Os péssimos serviços prestados pela Câmara de Dirigentes Lojistas (CDL) de Porto Velho referente a iluminação natalina da cidade, que já eram alvos de críticas e questionamentos de populares e de políticos, passou a ser mais uma dor de cabeça ao prefeito Mauro Nazif (PSB), que foi oficialmente comunicado para que se abstenha de realizar qualquer pagamento referente a esse processo, que nem teve licitação, decidiu o conselheiro Wilber Carlos Dos Santos Coimbra, do Tribunal de Contas do Estado. Na decisão, ele faz um simples questionamento diante da ausência de licitação. “Qual a inviabilidade de licitação no presente caso?”, para responder em seguida: “Ora, em princípio, não há! Aliás, é de conhecimento público que o Natal é celebrado há mais de 2000 (dois mil anos), sendo sempre, em 25 de dezembro. Ademais, como dito, deve haver empresas outras com capacidade singular à CDL, ainda que na qualidade de beneficiária de convênio, pois, não se sabe ao certo como o prestador dos serviços de iluminação natalina decorativa foi contratado para tal. Assim, ante a possibilidade de eventual burla à legislação de regência, a edição de tutela ex officio é medida que se impõe, no momento, haja vista o poder-dever de atuação incontinenti com a finalidade única de evitar lesão ao erário.”, determinou.

Pelo pouco que se sabe sobre o caso, a Prefeitura repassaria nada menos que R$ 800 mil para a CDL, conduzida pelo ex-deputado Edison Gazoni, providenciar a iluminação.

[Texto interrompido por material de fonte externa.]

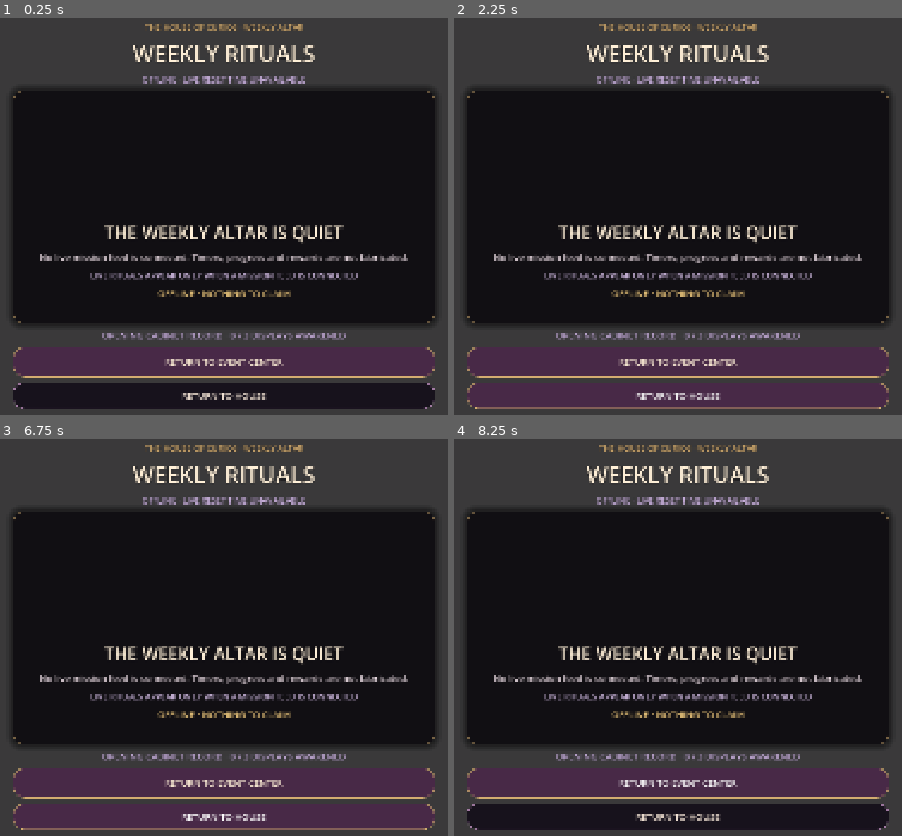
Above: before the commit, frames 1-4 (two rows, left to right).
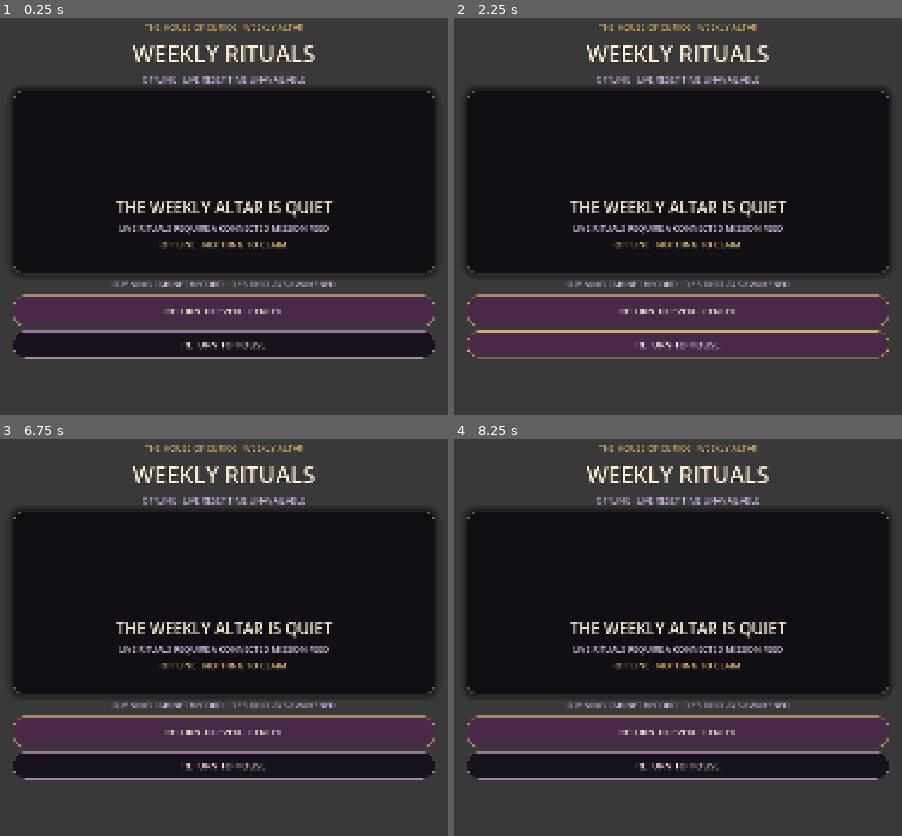
Above: after the commit, the same moments.

Repository: Jay-prodesign/akilta-match3
Game: Godot game, scene res://src/ui/missions/weekly_missions_screen.tscn
Two runs of this game, one before a commit and one after it. Both use one fixed random seed, a clock stepped at 60 frames per second and the inputs below. This scene is started directly instead of the project's main scene.
Inputs (mouse positions are in pixels of both pictures, inside the frame that each line leads up to):
- Up to frame 1 (0.25 s): no input
- Up to frame 2 (2.25 s): tap Enter at 0.5 s; move the mouse to (776, 367) at 0.52 s; click (776, 367) at 0.67 s; click "RETURN TO EVENT CENTER" at 1.25 s; click "RETURN TO HOUSE" at 2 s
- Up to frame 3 (6.75 s): drag from (outside the picture) to (outside the picture) at 2.77 s; move the mouse to (268, 653) at 3.52 s; click (268, 653) at 3.67 s; drag from (outside the picture) to (89, 708) at 4.27 s; move the mouse to (outside the picture) at 5.02 s; click (outside the picture) at 5.17 s; drag from (89, 708) to (156, 629) at 5.77 s; move the mouse to (246, 828) at 6.52 s; click (246, 828) at 6.67 s
- Up to frame 4 (8.25 s): drag from (610, 629) to (outside the picture) at 7.27 s; move the mouse to (776, 788) at 8.02 s; click (776, 788) at 8.17 s

The runs differ from the first frame. In frame 1, 29% of the frame differs, in the area x 2-98%, y 46-99%; in frame 2, 19%; in frame 3, 24%; in frame 4, 29%.

Commit message:
Tighten Weekly Rituals offline altar

Diff:
--- a/src/ui/missions/weekly_missions_screen.tscn
+++ b/src/ui/missions/weekly_missions_screen.tscn
@@ -114,17 +114,17 @@
 horizontal_alignment = 1
 
 [node name="MissionEmptyState" type="PanelContainer" parent="MissionLayout"]
-custom_minimum_size = Vector2(0, 560)
+custom_minimum_size = Vector2(0, 440)
 layout_mode = 2
 theme_override_styles/panel = SubResource("Altar")
 
 [node name="EmptyContent" type="VBoxContainer" parent="MissionLayout/MissionEmptyState"]
 layout_mode = 2
-theme_override_constants/separation = 12
+theme_override_constants/separation = 9
 alignment = 1
 
 [node name="MissionRewardArt" type="TextureRect" parent="MissionLayout/MissionEmptyState/EmptyContent"]
-custom_minimum_size = Vector2(300, 245)
+custom_minimum_size = Vector2(250, 190)
 layout_mode = 2
 expand_mode = 1
 stretch_mode = 5
@@ -132,7 +132,7 @@
 [node name="AltarCopy" type="VBoxContainer" parent="MissionLayout/MissionEmptyState/EmptyContent"]
 layout_mode = 2
 size_flags_horizontal = 3
-theme_override_constants/separation = 14
+theme_override_constants/separation = 9
 alignment = 1
 
 [node name="Headline" type="Label" parent="MissionLayout/MissionEmptyState/EmptyContent/AltarCopy"]
@@ -140,12 +140,13 @@
 theme_override_colors/font_color = Color(1, 0.941, 0.847, 1)
 theme_override_colors/font_outline_color = Color(0.02, 0.014, 0.028, 0.96)
 theme_override_constants/outline_size = 4
-theme_override_font_sizes/font_size = 42
+theme_override_font_sizes/font_size = 38
 text = "THE WEEKLY ALTAR IS QUIET"
 horizontal_alignment = 1
 autowrap_mode = 2
 
 [node name="EmptyBody" type="Label" parent="MissionLayout/MissionEmptyState/EmptyContent/AltarCopy"]
+visible = false
 layout_mode = 2
 theme_override_colors/font_color = Color(0.95, 0.89, 0.92, 1)
 theme_override_colors/font_outline_color = Color(0.02, 0.014, 0.028, 0.94)
@@ -161,7 +162,7 @@
 theme_override_colors/font_outline_color = Color(0.02, 0.014, 0.028, 0.94)
 theme_override_constants/outline_size = 2
 theme_override_font_sizes/font_size = 20
-text = "LIVE RITUALS APPEAR ONLY WHEN A MISSION FEED IS CONNECTED"
+text = "LIVE RITUALS REQUIRE A CONNECTED MISSION FEED"
 horizontal_alignment = 1
 autowrap_mode = 2
 
@@ -170,7 +171,7 @@
 theme_override_colors/font_color = Color(0.95, 0.80, 0.50, 1)
 theme_override_colors/font_outline_color = Color(0.02, 0.014, 0.028, 0.94)
 theme_override_constants/outline_size = 2
-theme_override_font_sizes/font_size = 22
+theme_override_font_sizes/font_size = 21
 text = "OFFLINE · NOTHING TO CLAIM"
 horizontal_alignment = 1
 autowrap_mode = 2
@@ -180,7 +181,7 @@
 theme_override_colors/font_color = Color(0.82, 0.72, 0.90, 1)
 theme_override_colors/font_outline_color = Color(0.02, 0.014, 0.028, 0.92)
 theme_override_constants/outline_size = 2
-theme_override_font_sizes/font_size = 22
+theme_override_font_sizes/font_size = 20
 text = "OPENING CABINET RECORD · 0 / 3 DISPLAYS AWAKENED"
 horizontal_alignment = 1
 autowrap_mode = 2

Mas os serviços ficaram mal feitos, com pouco material e sem qualquer qualidade. Confira a decisão:


D E C I D O

II - FUNDAMENTAÇÃO

II. 1 - CONCESSÃO DA TUTELA INIBITÓRIA ANTECIPADA

04. Inicialmente consigno que a Tutela Inibitória, como via propícia de proteção ao direito material agredido (Erário) ou, ainda, na eminência de o ser, traduz-se como instrumento estatal efetivo na busca pela satisfação do aludido direito, este garantido pelo ordenamento jurídico pátrio e, em maior luz, pelos ditames preceituados na Constituição Federal de 1988, de forma a demonstrar, portanto, a possibilidade e aplicabilidade da mencionada medida protetiva, como meio hábil de garantia e proteção do bem juridicamente tutelado, isto é, o interesse público.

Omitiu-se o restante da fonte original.